Using the data plot_Data and code from the @Dinre answer - color of outliers depend on factor carb. By adding argument outlier.shape = NA to geom_boxplot() original outliers are removed to ensure that they are not over-plotted by geom_point().

ggplot() +
  geom_boxplot(data=plot_Data, aes(x=factor(cyl), y=mpg),outlier.shape = NA) + 
  geom_point(data=plot_Data[plot_Data$mpg > plot_Data$upper.limit | 
                              plot_Data$mpg < plot_Data$lower.limit,], 
             aes(x=factor(cyl), y=mpg, color=factor(carb)))

To change the shape of points:

ggplot() +
  geom_boxplot(data=plot_Data, aes(x=factor(cyl), y=mpg),outlier.shape = NA) + 
  geom_point(data=plot_Data[plot_Data$mpg > plot_Data$upper.limit | 
                              plot_Data$mpg < plot_Data$lower.limit,], 
             aes(x=factor(cyl), y=mpg, shape=factor(carb)))



回答5:

The outliers automatically inherits the colours from the box again in ggplot2 * 1.0.1.9003.

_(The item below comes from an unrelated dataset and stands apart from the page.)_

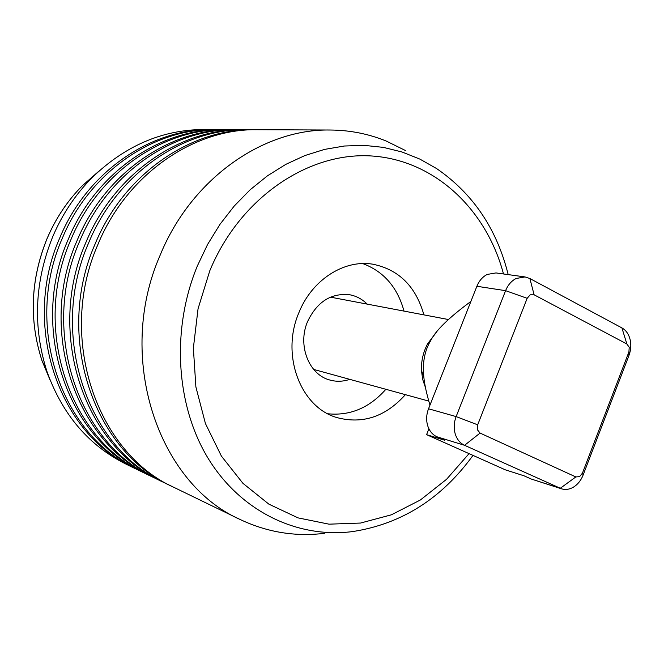 <?xml version="1.0" encoding="UTF-8"?>
<svg xmlns="http://www.w3.org/2000/svg" width="664" height="664" viewBox="0 0 664 664"><rect width="100%" height="100%" fill="white"/><g stroke="black" fill="none" stroke-linecap="round" stroke-linejoin="round"><path stroke-width="1" d="M436.646 331.967L427.691 343.653C423.225 352.044 421.15 360.984 421.466 370.487L422.669 379.376L425.458 387.552M470.884 301.448C448.831 317.674 435.352 330.871 430.463 341.03C424.628 350.816 422.404 362.718 423.806 376.754C424.454 384.074 426.504 393.528 429.973 405.14M573.256 487.251C577.655 484.587 580.95 480.52 583.125 475.042L628.949 355.506C630.966 350.053 631.331 344.633 630.045 339.254C628.617 333.95 625.911 330.166 621.911 327.908L529.872 278.515L525.025 276.929L516.119 278.49C511.421 280.93 507.918 284.989 505.594 290.666L456.143 416.594C453.935 422.437 453.62 428.172 455.189 433.791C456.915 439.327 460.044 443.162 464.576 445.303L561.586 488.837C565.446 489.999 569.33 489.476 573.256 487.251M525.025 276.929L495.966 272.929L487.202 274.439C482.587 276.805 479.142 280.756 476.876 286.275L505.594 290.666L527.166 298.319L530.171 294.816L534.113 294.791L626.874 343.993L629.223 347.264L628.908 351.962L582.444 473.125L579.589 476.652L575.846 476.943L480.072 433.077L477.399 429.757L477.682 424.819L527.166 298.319M477.682 424.819L456.143 416.594L428.529 408.783C426.379 414.461 426.08 420.046 427.633 425.524C429.342 430.919 432.43 434.671 436.895 436.771L464.576 445.303L480.072 433.077M428.529 408.783L476.876 286.275M428.902 428.778L426.587 434.646L444.589 440.215L436.895 436.771M575.846 476.943L560.233 488.314L531.208 479.018L561.586 488.837M531.208 479.018L524.079 475.822L505.312 469.83L426.587 434.646M405.397 394.657C385.552 416.751 362.718 424.396 336.897 417.581C300.518 407.306 280.689 355.032 298.792 312.935C311.682 280.117 343.811 259.408 372.496 264.139C398.682 269.385 415.813 286.3 423.906 314.877M405.712 150.653L386.382 141.117C368.661 133.879 350.003 130.185 330.398 130.019C262.944 128.675 191.083 178.956 159.991 255.565C115.561 357.091 157.6 483.052 240.044 519.456C267.177 532.287 295.331 536.91 324.513 533.316M134.9 468.411L126.035 464.119C88.91 445.627 62.574 414.817 47.028 371.691C32.619 326.879 34.536 281.843 52.78 236.583C62.383 214.082 75.472 194.452 92.039 177.695C124.981 145.823 162.199 129.762 203.674 129.505L213.526 129.555M133.555 467.763C58.955 434.522 20.924 325.169 59.801 237.828C87.001 171.86 150.902 128.409 212.032 129.538M143.988 472.818L142.602 472.162C67.305 438.63 28.909 327.858 68.267 239.322C95.799 172.457 160.389 128.426 222.091 129.58L223.627 129.596M222.091 129.58L215.02 129.546C153.724 128.409 89.615 172.034 62.316 238.268C23.298 325.966 61.437 435.742 136.244 469.074L142.602 472.162M153.309 477.35L151.89 476.669C75.879 442.846 37.118 330.63 76.958 240.866C104.829 173.072 170.142 128.451 232.417 129.621L233.985 129.638M232.417 129.621L225.162 129.588C163.286 128.434 98.48 172.64 70.849 239.779C31.349 328.68 69.853 439.883 145.366 473.498L151.89 476.669M162.879 481.989L161.427 481.292C84.685 447.179 45.55 333.477 85.897 242.443C114.117 173.711 180.151 128.476 243.007 129.663L244.626 129.679M243.007 129.663L235.562 129.638C173.113 128.459 107.593 173.262 79.614 241.331C39.624 331.477 78.493 444.133 154.729 478.038L161.427 481.292M330.398 130.019L257.209 129.721C193.573 128.509 126.575 174.557 97.882 244.568C56.88 337.295 96.496 452.989 174.2 487.492L240.044 519.456M172.706 486.762L171.212 486.04C93.732 451.628 54.224 336.399 95.076 244.07C123.662 174.358 190.435 128.501 253.889 129.712L255.549 129.729M253.889 129.712L246.244 129.679C183.206 128.484 116.955 173.902 88.627 242.924C48.132 334.341 87.374 448.499 164.332 482.703L171.212 486.04M362.693 263.567C383.659 271.36 397.437 287.205 404.019 311.101M349.737 379.343C343.114 381.617 336.532 381.858 330.008 380.074C308.959 374.903 297.323 345.388 307.515 321.7C317.027 301.771 331.12 292.791 349.795 294.774C356.443 296.044 362.245 299.157 367.192 304.112M385.884 389.287C369.441 407.845 350.102 416.004 327.842 413.772M529.872 278.515L534.113 294.791M628.908 351.962L628.949 355.506M626.874 343.993L621.911 327.908M582.444 473.125L583.125 475.042M508.192 274.614C496.813 228.889 472.934 193.523 436.555 168.531L419.847 159.094L402.052 151.998L383.377 147.375L364.063 145.35L344.367 146.014L324.563 149.4L304.942 155.534L285.81 164.365L267.459 175.819L250.179 189.746L234.276 205.981L220.008 224.291L207.616 244.402L197.332 265.998C170.972 329.883 175.977 406.136 208.562 459.056C241.314 511.977 297.746 538.454 352.31 531.623C401.413 524.079 441.643 498.672 472.992 455.388M469.058 453.628L446.565 479.292L420.395 499.975L391.387 514.808L360.544 523.049L329.012 524.17L298.028 517.879L268.887 504.159L242.933 483.334L221.403 456.102L205.425 423.516L195.888 386.954L193.365 348.085L198.055 308.743L209.774 270.829C239.596 198.32 307.698 152.106 370.861 155.932C434.214 159.659 486.355 209.085 503.495 273.966M50.265 380.489L41.923 360.461C28.901 319.998 30.61 279.395 47.069 238.642C55.726 218.373 67.537 200.669 82.51 185.53L98.82 171.221M448.407 319.525L330.448 297.14M421.466 370.487L423.806 376.754M427.691 343.653L430.463 341.03M428.786 401.097L313.674 369.425M92.039 177.695L82.51 185.53C67.504 200.702 55.668 218.414 47.019 238.675C30.577 279.353 28.876 319.948 41.923 360.461L47.028 371.691"/></g></svg>

https://github.com/hadley/ggplot2/issues/1400

```{r}
library(ggplot2)
point_size=10
ggplot(mtcars, aes(x=factor(cyl), y=mpg, col=factor(cyl))) +
geom_boxplot(outlier.size = point_size)
```

Boxplot



回答6:

Just in case you really want to keep the boxes black:

Another possible solution is to

  1. store in a variable whether a point is an outlier,
  2. suppress outlier plotting with outlier.color = NA, and
  3. plot only those points that are outliers and use the col aesthetic in this call to geom_point()

Step 1: Define a function to determine whether a point is an outlier:

is.outlier <- function (x) {
  x < quantile(x, .25) - 1.5 * IQR(x) |
    x > quantile(x, .75) + 1.5 * IQR(x)
}

Step 2: Group data and calculate outliers with this function for the groups

diamonds %>% group_by(cut) %>%
  mutate(outlier.p = is.outlier(price)) %>%
  ungroup() -> diamonds

Step 3: Create plot

ggplot(diamonds, aes(x = cut, y = price, fill = cut)) +
  geom_boxplot(outlier.color = NA) +
  geom_point(data = diamonds[diamonds$outlier.p,], aes(col = cut))

Please note that you have to subset your dataset in the geom_point() call (last line) lest all points are plotted.